First, compile the model, defining:
1. the loss function (categorical cross-entropy)
2. the optimizer (ADAM)
3. the performance metric (categorical accuracy)

In [None]:
model.compile(
    loss=keras.losses.SparseCategoricalCrossentropy(),
    optimizer=keras.optimizers.Adam(learning_rate=1e-3),
    metrics=[
        keras.metrics.SparseCategoricalAccuracy(name="acc"),
    ],
)

Next, perform the training itself, configured by:
1. batch size -- how many data points are used for each gradient step)
2. number of epochs -- how many epochs (an epoch means going through all data points)

In [None]:
batch_size = 128
epochs = 20

callbacks = [
    keras.callbacks.ModelCheckpoint(filepath="model_at_epoch_{epoch}.keras"),
    keras.callbacks.EarlyStopping(monitor="val_loss", patience=2),
]

model.fit(
    x_train,
    y_train,
    batch_size=batch_size,
    epochs=epochs,
    validation_split=0.15,
    callbacks=callbacks,
)

## Load/save model

(optional) Use one of the cells below to save or to load the model to/from disk.

In [None]:
model.save("final_model.keras")

In [None]:
model = keras.saving.load_model("final_model.keras")

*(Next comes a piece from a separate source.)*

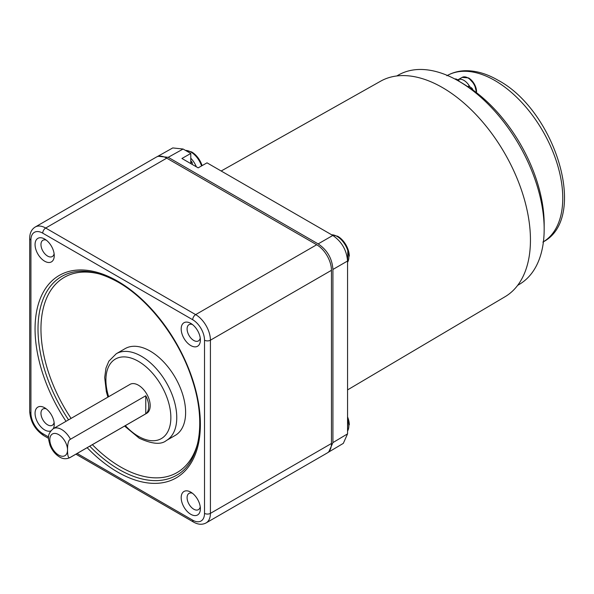<?xml version="1.0" encoding="UTF-8"?>
<svg xmlns="http://www.w3.org/2000/svg" width="594" height="594" viewBox="0 0 594 594"><rect width="100%" height="100%" fill="white"/><g stroke="black" fill="none" stroke-linecap="round" stroke-linejoin="round"><path stroke-width="0.89" d="M544.171 224.035L544.171 229.143L544.171 224.035A114.605 66.172 -120 0 0 472.72 89.865L470.507 88.573A117.738 67.976 -120 0 0 460.914 82.388L458.702 81.111L460.914 82.388M517.656 285.358L519.505 284.259A120.872 69.78 60 0 0 544.171 229.143A120.872 69.78 -120 0 0 458.702 81.111L458.702 81.111A120.872 69.78 -120 0 0 398.641 74.911L396.77 75.965M458.984 81.274L458.962 80.413A114.813 66.29 -120 0 0 456.162 79.047A2.086 1.203 -120 0 0 455.256 79.017L455.086 79.113M472.861 89.969A2.086 1.203 -120 0 0 471.569 87.942A114.813 66.29 -120 0 0 468.77 86.078L467.753 86.665M347.549 389.909L505.063 296.718A124.436 71.844 -120 0 0 523.648 196.881A124.436 71.844 -120 0 0 442.463 87.578A124.436 71.844 -120 0 0 380.628 81.192L221.168 171.005M327.925 452.509L343.325 443.362L347.557 433.865L347.557 261.011C346.681 250.148 341.765 241.632 332.803 235.454L207.024 162.838L198.166 167.857L181.927 158.487L190.785 153.46L183.101 149.027L172.757 147.936L157.143 156.697M328.69 452.108L332.922 442.604L332.922 269.461C332.172 258.531 327.257 250.007 318.161 243.896L168.213 157.321L157.87 156.237M192.166 164.397L192.263 162.971L191.52 162.34L190.785 162.763L190.785 153.46M192.263 162.971L191.52 162.34A14.612 8.435 -120 0 0 190.785 161.375M458.962 80.413L458.219 80.836M75.921 454.172L193.57 522.096A4.173 2.413 -60 0 1 192.708 520.181A16.699 9.645 60 0 0 204.514 513.365A4.173 2.413 0 0 0 210.417 513.365A20.879 12.051 60 0 1 206.096 522.92L327.138 453.036A20.879 12.051 -120 0 0 331.459 443.48L331.459 270.307A20.879 12.051 -120 0 0 316.699 244.743L166.728 158.153A20.879 12.051 -120 0 0 156.289 157.12L35.246 227.005A20.879 12.051 60 0 1 45.686 228.037A4.173 2.413 120 0 0 42.731 233.152A16.699 9.645 60 0 0 30.925 239.969L30.925 413.142A16.699 9.645 60 0 0 42.731 433.598L48.626 436.998M200.378 508.754L200.378 508.754A13.573 7.833 -120 0 0 190.785 492.136L190.785 492.136A13.573 7.833 -120 0 0 181.185 497.675A13.573 7.833 -120 0 0 190.785 514.293A13.573 7.833 -120 0 0 200.378 508.754M69.973 457.603C66.365 459.273 62.89 459.065 59.541 456.979C55.242 454.328 52.057 450.386 49.985 445.136C48.708 439.218 46.117 434.986 53.274 428.675A16.699 9.645 60 0 1 61.628 429.507A16.699 9.645 60 0 1 70.486 439.233L145.768 395.767A16.699 9.645 60 0 1 145.768 413.81L70.486 457.269A16.699 9.645 60 0 1 69.973 457.603L146.733 413.283A16.699 9.645 -120 0 0 149.294 399.903A16.699 9.645 -120 0 0 138.387 385.187A16.699 9.645 -120 0 0 130.034 384.363L53.274 428.675A13.573 7.833 -120 0 0 54.247 424.391A13.573 7.833 -120 0 0 44.654 407.774A13.573 7.833 -120 0 0 35.061 413.313A13.573 7.833 -120 0 0 40.548 426.492A13.573 7.833 -120 0 0 50.735 430.932M54.247 255.658L54.247 255.658A13.573 7.833 -120 0 0 44.654 239.033L44.654 239.033A13.573 7.833 -120 0 0 35.061 244.572A13.573 7.833 -120 0 0 44.654 261.197A13.573 7.833 -120 0 0 54.247 255.658M181.185 328.942A13.573 7.833 -120 0 0 190.785 345.56A13.573 7.833 -120 0 0 200.378 340.02L200.378 340.02A13.573 7.833 -120 0 0 190.785 323.403A13.573 7.833 -120 0 0 181.185 328.942M150.193 351.099A50.104 28.928 -120 0 0 125.141 348.619L116.283 353.727A50.104 28.928 60 0 1 141.335 356.214A50.104 28.928 60 0 1 141.847 356.511A50.104 28.928 60 0 1 174.161 400.69A50.104 28.928 60 0 1 166.387 440.51L175.245 435.395A50.104 28.928 -120 0 0 182.922 395.248A50.104 28.928 -120 0 0 150.193 351.099M70.486 457.269C68.51 458.798 67.523 456.355 67.53 449.955A12.526 7.232 60 0 1 58.672 455.071A12.526 7.232 60 0 1 49.814 439.746A12.526 7.232 60 0 1 58.665 434.615A12.526 7.232 60 0 1 67.53 449.955C67.523 443.562 68.51 439.991 70.486 439.233M145.768 395.767L145.768 413.81M192.397 493.228A9.393 5.42 -120 0 0 189.041 493.376A9.393 5.42 -120 0 0 187.095 497.675A9.393 5.42 -120 0 0 193.733 509.184A9.393 5.42 -120 0 0 198.433 509.645A9.393 5.42 -120 0 0 200.237 506.816M46.265 408.858A9.393 5.42 -120 0 0 42.909 409.006A9.393 5.42 -120 0 0 40.964 413.313A9.393 5.42 -120 0 0 45.062 422.765A9.393 5.42 -120 0 0 52.302 425.282A9.393 5.42 -120 0 0 54.113 422.445M46.265 240.125A9.393 5.42 -120 0 0 42.909 240.273A9.393 5.42 -120 0 0 40.964 244.572A9.393 5.42 -120 0 0 47.609 256.081A9.393 5.42 -120 0 0 52.302 256.549A9.393 5.42 -120 0 0 54.113 253.712M192.397 324.487A9.393 5.42 -120 0 0 189.041 324.643A9.393 5.42 -120 0 0 187.095 328.942A9.393 5.42 -120 0 0 191.194 338.394A9.393 5.42 -120 0 0 198.433 340.911A9.393 5.42 -120 0 0 200.237 338.083M468.666 78.007A11.167 6.445 60 0 1 476.559 91.676M469.869 86.798A11.687 6.749 -120 0 0 463.869 80.346A11.687 6.749 -120 0 0 458.019 79.767A11.687 6.749 -120 0 0 457.863 79.863M196.354 166.81A16.699 9.645 -120 0 0 190.785 158.212M191.78 152.042A16.09 9.289 60 0 1 197.267 156.838A16.09 9.289 60 0 1 201.745 164.59A16.09 9.289 60 0 1 202.101 165.622L201.745 164.59A27.138 27.138 0 0 0 197.267 156.838L191.676 151.96L185.365 150.327M347.557 431.251L347.869 417.686A27.138 27.138 0 0 0 347.557 416.884A16.09 9.289 60 0 1 347.869 417.686A16.09 9.289 60 0 1 349.279 424.844M337.904 236.405A16.09 9.289 60 0 1 343.399 241.209A16.09 9.289 60 0 1 347.869 248.953A16.09 9.289 60 0 1 349.279 256.111M455.583 79.381L456.162 79.047M347.557 433.865L332.922 442.604M192.263 163.855L191.721 164.137M168.213 157.321L183.101 149.027M332.803 235.454L318.161 243.896M332.922 269.461L347.557 261.011M470.5 88.565L471.569 87.942M543.413 241.765A96.028 55.442 -120 0 0 557.447 164.642A96.028 55.442 -120 0 0 494.869 80.517A96.028 55.442 -120 0 0 447.393 75.453M166.728 158.153L45.686 228.037L195.656 314.62A20.879 12.051 60 0 1 210.417 340.191L210.417 513.365L331.459 443.48M204.514 513.365L204.514 340.191A16.699 9.645 60 0 0 192.708 319.735L42.731 233.152M77.146 453.467L192.708 520.181M66.031 421.309A116.899 67.493 -120 0 1 39.612 300.326A116.899 67.493 -120 0 1 117.011 280.806A116.899 67.493 60 0 1 117.716 281.214A116.899 67.493 -120 0 1 200.378 423.982A116.899 67.493 -120 0 1 118.429 472.52A116.899 67.493 60 0 1 117.716 472.119A116.899 67.493 -120 0 1 87.14 447.69M30.925 239.969A4.173 2.413 180 0 1 29.7 238.261L29.7 411.434A4.173 2.413 0 0 0 30.925 413.142M42.731 433.598A4.173 2.413 120 0 0 43.6 435.506L48.597 438.394M192.708 319.735A4.173 2.413 -60 0 1 195.656 314.62L316.699 244.743M331.459 270.307L210.417 340.191A4.173 2.413 180 0 1 204.514 340.191M89.753 446.183A114.813 66.29 -120 0 0 119.194 469.557A114.813 66.29 -120 0 0 119.921 469.973A114.813 66.29 -120 0 0 176.604 475.245C199.473 462.934 206.653 423.218 192.419 380.279C179.774 339.894 149.309 299.725 118.154 282.172C95.931 269.825 77.146 267.894 61.791 276.381A114.813 66.29 -120 0 0 68.555 419.854M92.374 444.668A112.726 65.08 60 0 0 120.671 467.003A112.726 65.08 -120 0 0 121.354 467.396A112.726 65.08 60 0 0 198.017 441.862M71.08 418.399A112.726 65.08 60 0 1 42.775 310.469A112.726 65.08 60 0 1 101.403 274.525M125.341 425.638A45.924 26.515 60 0 0 137.919 436.048A45.924 26.515 60 0 0 138.387 436.323A45.924 26.515 60 0 0 170.857 417.842A45.924 26.515 60 0 0 138.847 361.598A45.924 26.515 -120 0 0 138.387 361.323A45.924 26.515 60 0 0 108.643 396.71M458.019 79.767L462.147 77.383A11.687 6.749 60 0 1 467.99 77.963A11.687 6.749 60 0 1 476.254 92.486M185.528 150.423A16.699 9.645 60 0 1 190.919 152.034A16.699 9.645 60 0 1 201.574 165.926M347.557 418.607A16.699 9.645 60 0 1 347.557 431.066M331.652 234.793A16.699 9.645 60 0 1 337.05 236.397A16.699 9.645 60 0 1 347.557 262.325M192.122 162.429L190.785 160.707M446.851 75.757C452.286 72.654 458.293 70.983 464.857 70.745C475.579 70.471 486.627 73.626 497.995 80.205C555.204 110.447 589.092 218.466 542.879 242.085M193.57 522.096C198.106 524.665 202.279 524.94 206.096 522.92M29.7 411.434C30.443 421.71 35.076 429.729 43.6 435.506M35.246 227.005C31.608 229.254 29.759 233.011 29.7 238.261M124.592 426.069L139.248 438.231C152.109 444.112 161.152 444.869 166.387 440.51M116.283 353.727L108.873 361.159L105.984 368.057L104.693 377.561L106.348 391.676L107.893 397.141M462.147 77.383L468.555 77.911L474.509 84.37L476.551 92.709M331.489 234.697L337.8 236.323L343.399 241.209A27.138 27.138 0 0 1 347.869 248.953L347.557 262.518"/></g></svg>

## Evaluate the performance of the model on the test set

* the value of the loss function on the test set
* the accuracy on the test set (1=100)

In [None]:
score = model.evaluate(x_test, y_test, verbose=0)
print("Test loss:", score[0])
print("Test accuracy:", score[1])

## Show the classification of a few test data points

In [None]:
plt.figure(figsize=(10, 10))
predictions = model.predict(x_test[0:9])
y = predictions.argmax(axis=1)
for (i,p) in zip(range(9),y):
        ax = plt.subplot(3, 3, i + 1)
        plt.imshow(np.array(x_test[i,:,:,0]))
        plt.title(f"true={y_test[i]} pred={p}")
        plt.axis("off")

This finishes the example. Now go back and play with different network architectures. Have fun!